__WORK REQUEST__: Only lines with the word "format" belong in the answer; copy them from the records below.

__Records contained in a dataset__:

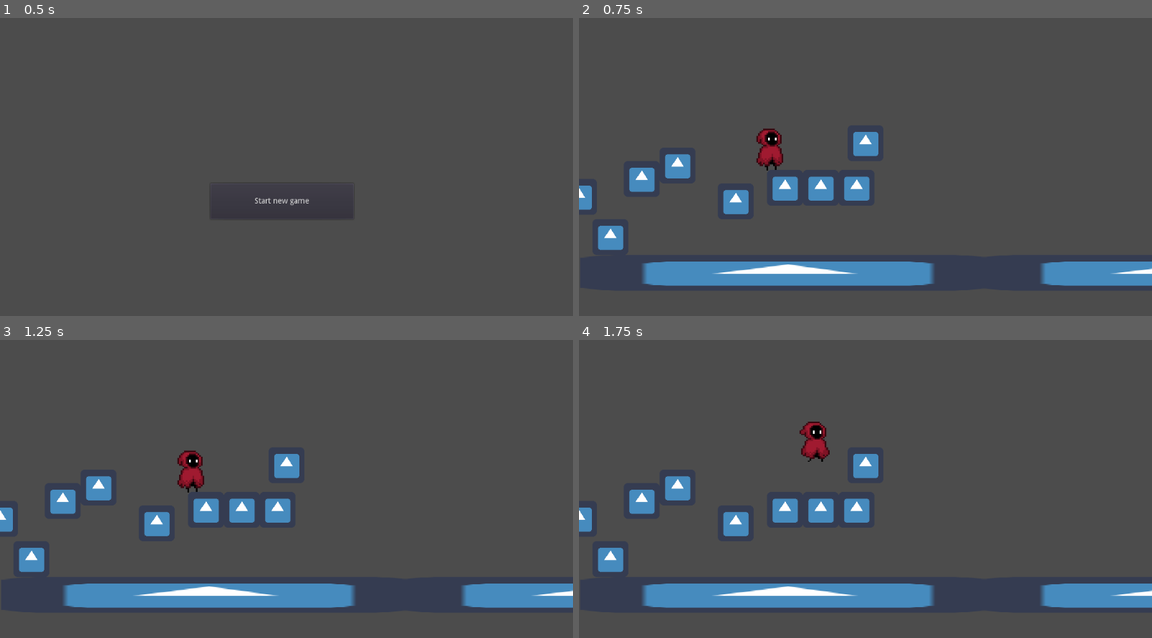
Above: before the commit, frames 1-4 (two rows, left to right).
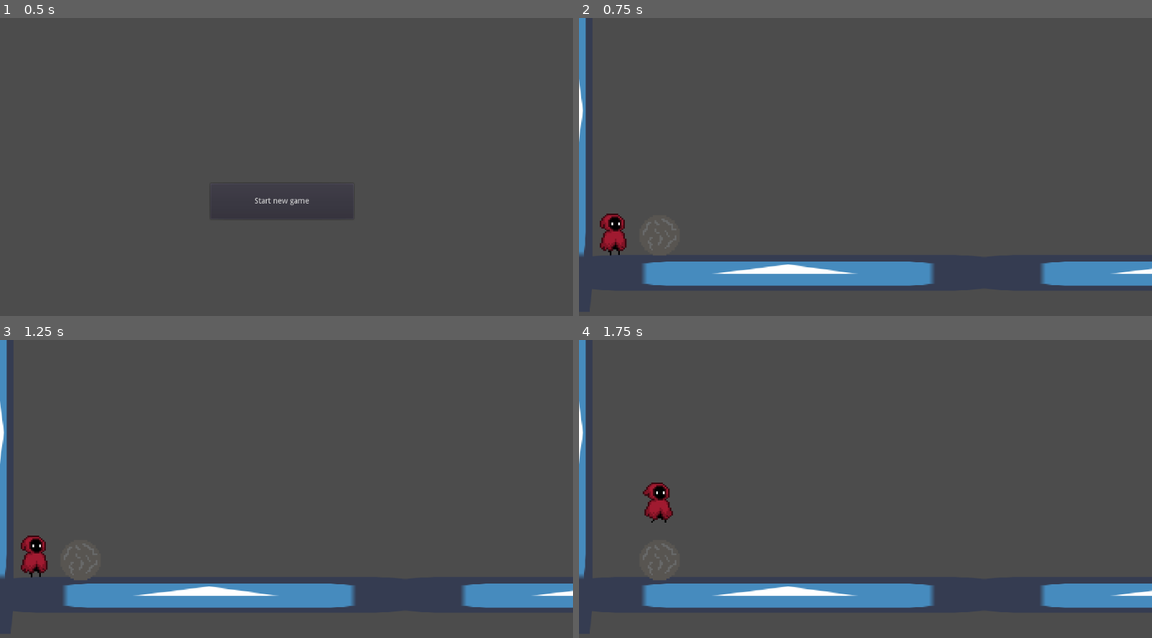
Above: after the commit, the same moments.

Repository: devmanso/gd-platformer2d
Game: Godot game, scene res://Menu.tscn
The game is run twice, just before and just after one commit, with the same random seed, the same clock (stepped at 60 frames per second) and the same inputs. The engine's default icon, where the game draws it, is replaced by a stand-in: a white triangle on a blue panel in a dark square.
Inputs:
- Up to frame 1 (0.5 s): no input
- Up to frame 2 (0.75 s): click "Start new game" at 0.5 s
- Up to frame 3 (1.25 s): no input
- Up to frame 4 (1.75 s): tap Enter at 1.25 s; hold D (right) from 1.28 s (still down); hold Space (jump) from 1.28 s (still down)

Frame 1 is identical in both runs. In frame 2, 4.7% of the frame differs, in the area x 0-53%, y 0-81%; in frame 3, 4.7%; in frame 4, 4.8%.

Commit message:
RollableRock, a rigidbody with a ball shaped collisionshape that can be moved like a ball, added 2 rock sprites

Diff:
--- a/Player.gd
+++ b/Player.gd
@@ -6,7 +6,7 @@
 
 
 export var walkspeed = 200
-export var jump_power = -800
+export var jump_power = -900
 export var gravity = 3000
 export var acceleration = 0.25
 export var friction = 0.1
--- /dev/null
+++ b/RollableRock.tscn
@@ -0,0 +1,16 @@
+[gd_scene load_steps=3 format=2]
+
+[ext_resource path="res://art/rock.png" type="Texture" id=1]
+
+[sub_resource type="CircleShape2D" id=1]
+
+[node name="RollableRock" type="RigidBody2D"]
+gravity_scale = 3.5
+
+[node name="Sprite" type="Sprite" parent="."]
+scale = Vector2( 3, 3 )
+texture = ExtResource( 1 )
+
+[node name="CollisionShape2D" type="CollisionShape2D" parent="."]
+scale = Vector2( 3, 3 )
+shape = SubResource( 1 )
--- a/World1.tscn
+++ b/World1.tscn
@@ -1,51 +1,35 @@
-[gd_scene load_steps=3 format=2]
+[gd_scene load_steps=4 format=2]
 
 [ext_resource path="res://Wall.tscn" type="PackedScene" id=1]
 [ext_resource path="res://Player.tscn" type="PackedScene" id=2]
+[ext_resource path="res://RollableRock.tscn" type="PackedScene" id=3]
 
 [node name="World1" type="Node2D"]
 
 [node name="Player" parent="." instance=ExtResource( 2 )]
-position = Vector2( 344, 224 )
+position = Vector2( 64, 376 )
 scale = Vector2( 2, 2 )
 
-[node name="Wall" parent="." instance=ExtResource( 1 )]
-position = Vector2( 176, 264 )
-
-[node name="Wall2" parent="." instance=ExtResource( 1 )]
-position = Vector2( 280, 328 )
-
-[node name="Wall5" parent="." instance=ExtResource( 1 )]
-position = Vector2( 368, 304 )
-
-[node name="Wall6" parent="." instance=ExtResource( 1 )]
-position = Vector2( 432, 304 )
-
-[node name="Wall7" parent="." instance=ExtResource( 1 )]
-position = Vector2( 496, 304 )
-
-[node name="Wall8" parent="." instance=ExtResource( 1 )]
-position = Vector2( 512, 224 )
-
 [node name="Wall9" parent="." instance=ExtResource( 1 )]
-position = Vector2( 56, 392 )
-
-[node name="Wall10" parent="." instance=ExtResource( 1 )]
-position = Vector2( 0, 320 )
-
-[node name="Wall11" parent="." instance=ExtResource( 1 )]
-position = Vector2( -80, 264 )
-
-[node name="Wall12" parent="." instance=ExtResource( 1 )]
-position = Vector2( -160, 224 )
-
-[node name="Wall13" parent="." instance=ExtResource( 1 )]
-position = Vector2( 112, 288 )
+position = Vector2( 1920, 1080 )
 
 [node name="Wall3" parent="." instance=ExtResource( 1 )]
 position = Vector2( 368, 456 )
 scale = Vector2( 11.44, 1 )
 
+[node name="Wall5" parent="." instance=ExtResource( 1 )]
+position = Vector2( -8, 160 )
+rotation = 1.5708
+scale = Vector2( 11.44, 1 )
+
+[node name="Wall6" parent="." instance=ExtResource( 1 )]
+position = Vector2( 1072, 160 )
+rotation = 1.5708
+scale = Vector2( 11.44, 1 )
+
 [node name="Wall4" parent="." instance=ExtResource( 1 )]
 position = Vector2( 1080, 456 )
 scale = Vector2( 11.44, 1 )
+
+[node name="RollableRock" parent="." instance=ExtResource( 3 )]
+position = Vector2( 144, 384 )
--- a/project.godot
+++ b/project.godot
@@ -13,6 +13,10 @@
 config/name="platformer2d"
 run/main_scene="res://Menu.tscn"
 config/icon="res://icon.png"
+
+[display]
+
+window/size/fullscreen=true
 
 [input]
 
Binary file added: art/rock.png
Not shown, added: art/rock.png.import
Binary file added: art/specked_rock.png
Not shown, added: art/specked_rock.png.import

---

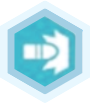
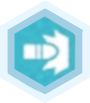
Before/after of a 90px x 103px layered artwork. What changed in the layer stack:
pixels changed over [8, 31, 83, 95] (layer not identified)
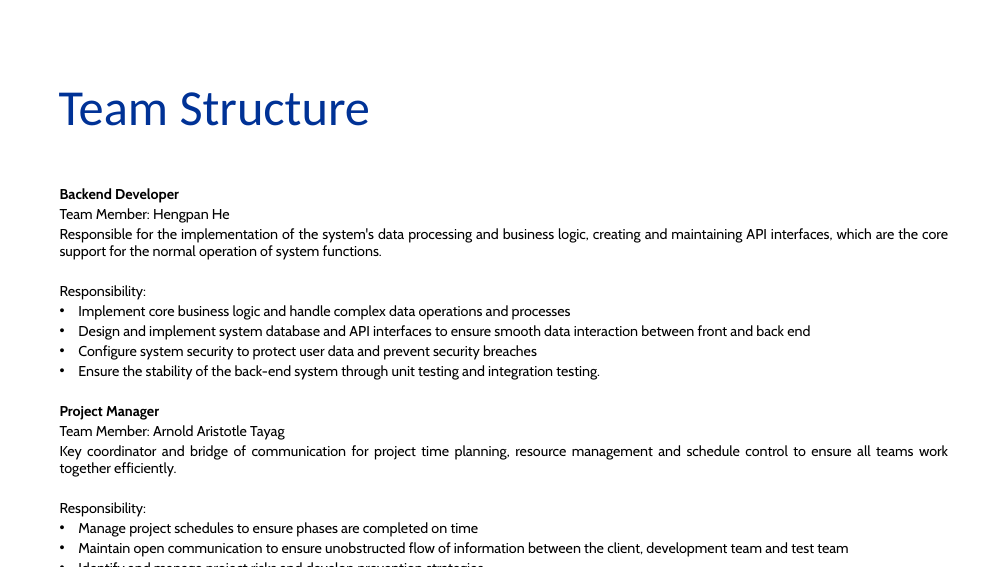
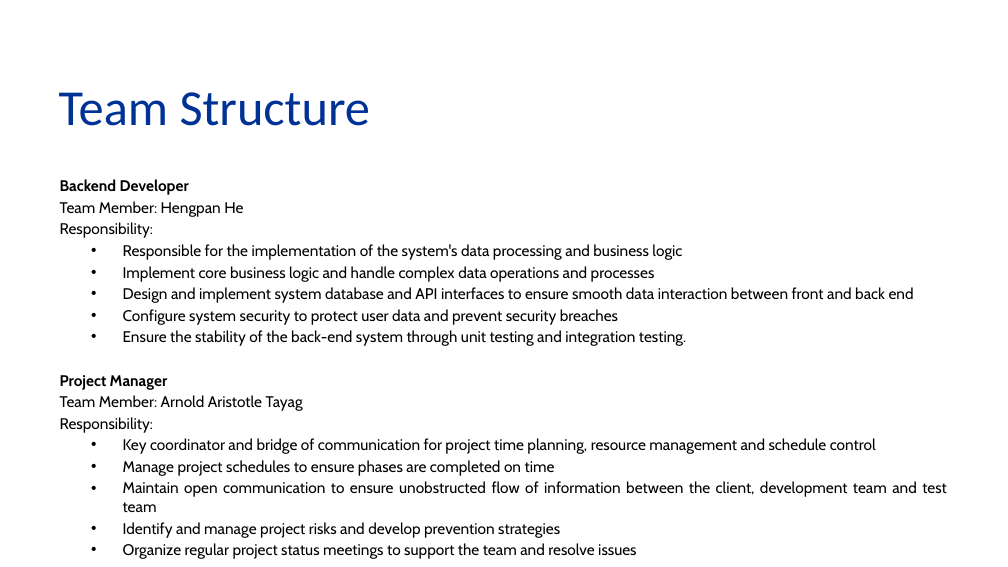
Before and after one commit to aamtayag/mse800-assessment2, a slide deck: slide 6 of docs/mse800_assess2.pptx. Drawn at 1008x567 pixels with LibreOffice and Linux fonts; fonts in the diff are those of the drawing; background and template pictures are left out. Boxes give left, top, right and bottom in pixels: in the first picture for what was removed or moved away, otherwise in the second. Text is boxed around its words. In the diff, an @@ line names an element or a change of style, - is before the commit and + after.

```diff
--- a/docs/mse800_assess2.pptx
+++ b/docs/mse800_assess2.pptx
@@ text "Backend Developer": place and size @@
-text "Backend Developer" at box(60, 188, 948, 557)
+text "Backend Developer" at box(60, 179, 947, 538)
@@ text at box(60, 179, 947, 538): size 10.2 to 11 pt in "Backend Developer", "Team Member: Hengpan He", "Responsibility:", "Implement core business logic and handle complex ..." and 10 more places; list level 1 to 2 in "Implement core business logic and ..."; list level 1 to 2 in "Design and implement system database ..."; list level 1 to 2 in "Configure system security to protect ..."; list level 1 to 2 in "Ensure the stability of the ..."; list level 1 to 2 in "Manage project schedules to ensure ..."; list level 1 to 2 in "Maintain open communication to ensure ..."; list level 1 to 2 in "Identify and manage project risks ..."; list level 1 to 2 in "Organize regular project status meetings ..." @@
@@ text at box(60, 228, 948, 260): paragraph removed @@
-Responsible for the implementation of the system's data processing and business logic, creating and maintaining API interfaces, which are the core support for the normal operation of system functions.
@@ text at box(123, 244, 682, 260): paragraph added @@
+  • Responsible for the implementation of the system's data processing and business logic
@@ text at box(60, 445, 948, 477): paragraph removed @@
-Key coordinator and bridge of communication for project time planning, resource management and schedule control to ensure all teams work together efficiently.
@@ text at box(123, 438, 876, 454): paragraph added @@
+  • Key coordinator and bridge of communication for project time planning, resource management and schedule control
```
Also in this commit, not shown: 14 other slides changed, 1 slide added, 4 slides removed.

__SOLVED EXERCISE__:
+[gd_scene load_steps=3 format=2]
-[gd_scene load_steps=3 format=2]
+[gd_scene load_steps=4 format=2]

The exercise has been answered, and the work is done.